Start your tabpy server and connect your Tableau Studio with the tabpy server in order to perform the Prediction process.
Training
The TrainDeployed is a calculated field, which contains the script to call the tabpy deployed training function as mentioned below
trainJsonConversion = traindataframe.to_json(orient='records')
trainJsonValue = json.loads(trainJsonConversion)
trainLableList = tabclient.query('RapidMiner_Train', go_url, go_username, go_password, analysis_name, trainJsonValue, label,cost_matrix,high_value,low_value,selection_criteria, max_min_crietria_selector, platform)

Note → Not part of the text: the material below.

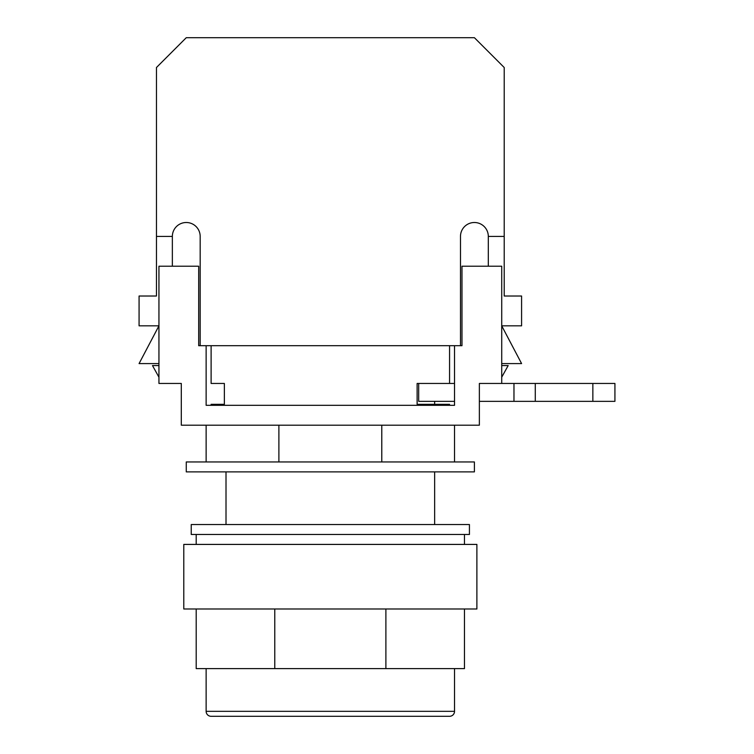<?xml version="1.0" encoding="UTF-8"?>
<svg xmlns="http://www.w3.org/2000/svg" width="754" height="754" viewBox="0 0 754 754"><rect width="100%" height="100%" fill="white"/><g stroke="black" fill="none" stroke-linecap="round" stroke-linejoin="round"><path stroke-width="1.13" d="M474.398 461.948L186.266 461.948L186.266 471.881L474.398 471.881L474.398 461.948M454.53 425.19L454.53 461.948M381.778 425.19L381.778 461.948M206.134 425.19L206.134 461.948M278.886 425.19L278.886 461.948M592.851 401.345L535.274 401.345L535.274 383.456L614.925 383.456L614.925 401.345L592.851 401.345L592.851 383.456M535.274 401.345L479.365 401.345M452.042 405.313L454.53 405.313L454.53 401.345L418.687 401.345L418.687 383.456L417.122 383.456L417.122 404.323L434.653 404.323L434.653 401.345M513.974 401.345L513.974 383.456L501.721 383.456L501.721 266.219L461.976 266.219L461.976 345.7L206.134 345.7L206.134 405.313L208.622 405.313M454.53 383.456L418.687 383.456M513.974 383.456L535.274 383.456M476.886 608.996L183.787 608.996L183.787 544.416L476.886 544.416L476.886 608.996M464.464 544.416L464.464 534.482M196.2 544.416L196.2 534.482M434.653 524.539L434.653 471.881M226.012 524.539L226.012 471.881M464.464 608.996L464.464 668.61L196.2 668.61L196.2 608.996M385.888 668.61L385.888 608.996M274.776 668.61L274.776 608.996M206.134 668.61L206.134 711.333A4.967 4.967 0 0 0 211.111 716.3L449.563 716.3L211.111 716.3M206.134 711.333L454.53 711.333A4.967 4.967 0 0 1 449.563 716.3M454.53 711.333L454.53 668.61M211.111 383.456L224.362 383.456L211.111 383.456L211.111 345.7L449.563 345.7L449.563 383.456L417.122 383.456M211.111 404.323L224.362 404.323L224.362 383.456L224.362 404.323L211.111 404.323L211.111 405.313M434.653 404.323L449.563 404.323L449.563 405.313M449.563 404.323L417.122 404.323M206.134 345.7L198.688 345.7L198.688 266.219L158.943 266.219L158.943 383.456L181.299 383.456L181.299 425.19L479.365 425.19L479.365 383.456L501.721 383.456M206.134 383.456L206.134 405.313L454.53 405.313L454.53 345.7M501.721 363.588L521.589 363.588L501.721 325.832L521.589 325.832L521.589 296.02L504.209 296.02L504.209 67.511L474.398 37.7L186.266 37.7L156.464 67.511L156.464 236.407L172.355 236.407A13.911 13.911 0 0 1 186.266 222.505A13.911 13.911 0 0 1 200.178 236.407A13.911 13.911 0 0 0 186.266 222.505M158.943 363.588L139.075 363.588L158.943 325.832L139.075 325.832L139.075 296.02L156.464 296.02L156.464 236.407M460.487 345.7L460.487 236.407A13.911 13.911 0 0 1 474.398 222.505A13.911 13.911 0 0 1 488.309 236.407L504.209 236.407M191.233 524.539L469.431 524.539L469.431 534.482L191.233 534.482L191.233 524.539M200.178 345.7L200.178 236.407M460.487 236.407A13.911 13.911 0 0 1 474.398 222.505M172.355 236.407L172.355 266.219M158.943 377.198L152.487 365.577L158.943 365.577M488.309 236.407L488.309 266.219M501.721 377.198L508.177 365.577L501.721 365.577"/></g></svg>

The 'RapidMiner_Train' mentioned in the python script above is a deployed function in the tabpy server, which is mentioned in the Tableau Template folder under TableauDeploy.py file.
The training can be also done in a quicker way where the Rapidminer GO server takes care of the machine learning features and deploy the best model.
responseJSON = training_data.to_json(orient='records')
input_data = json.loads(responseJSON)
returnResult = tabclient.query('Rapidminer_Quick_Training', go_url, go_username, go_password, analysis_name, input_data, label,selection_criteria,max_min_crietria_selector,'tabprep')
The 'Rapidminer_Quick_Training' mentioned in the python script above is a deployed function in the tabpy server, which is mentioned in the Tableau Template folder under TableauDeploy.py file.
Scoring
The ScoreDeploy is a calculated field, which contains the script to call the tabpy deployed training function as mentioned below
# dataframe to json
jd = test.to_json(orient='records')
jsonDataOfInputTest = json.loads(jd)
predictedList = tabclient.query('RapidMiner_Score',go_url, go_username, go_password, jsonDataOfInputTest, label, deployment_ID)
The 'RapidMiner_Score' mentioned in the python script above is a deployed function in the tabpy server, which is mentioned in the Tableau Template folder under TableauDeploy.py file.
Tableau Template
TableauDeploy.py is the script that holds the functions to Train and Score by making API calls to the RapidMiner GO server using the rapidminer-go-python package functions.
Quick Train function in TabpyDeploy.py
def rapidminer_quick_training(go_url, gouser, gopassword, analysis_name, input_data, label,selection_criteria,max_min_crietria_selector, platform):
from rapidminer_go_python import rapidminergoclient as amw
# To get the AMW instance
client = amw.RapidMinerGoClient(go_url, gouser, gopassword)
data = client.convert_json_to_dataframe(input_data)
trainingResult = client.quick_automodel(input_data,label,AUTODEPLOY,selection_criteria,max_min_crietria_selector, analysis_name)
Deploy script in TabpyDeploy.py
tabclient.deploy('Rapidminer_Quick_Training', rapidminer_quick_training, 'Quickly Trains a model for predictions', override=True)
The above script deploys the rapidminer_quick_training function to the tabpy server, which can be accessed by the Tableau Prep Controller scripts and Tableau Studio using the 'Rapidminer_Quick_Training' key.
To stop the RapidMiner GO server from auto-deploying the best model pass 'AUTODEPLOY = False'.
Similar functions for Training and Scoring are added and deployed to the tabpy server in order to be accessed from Tableau Studio and Tableau Prep.
*Please note that you have to keep tabpy server up and running when you are Deploying and calling the functions from the Tableau products.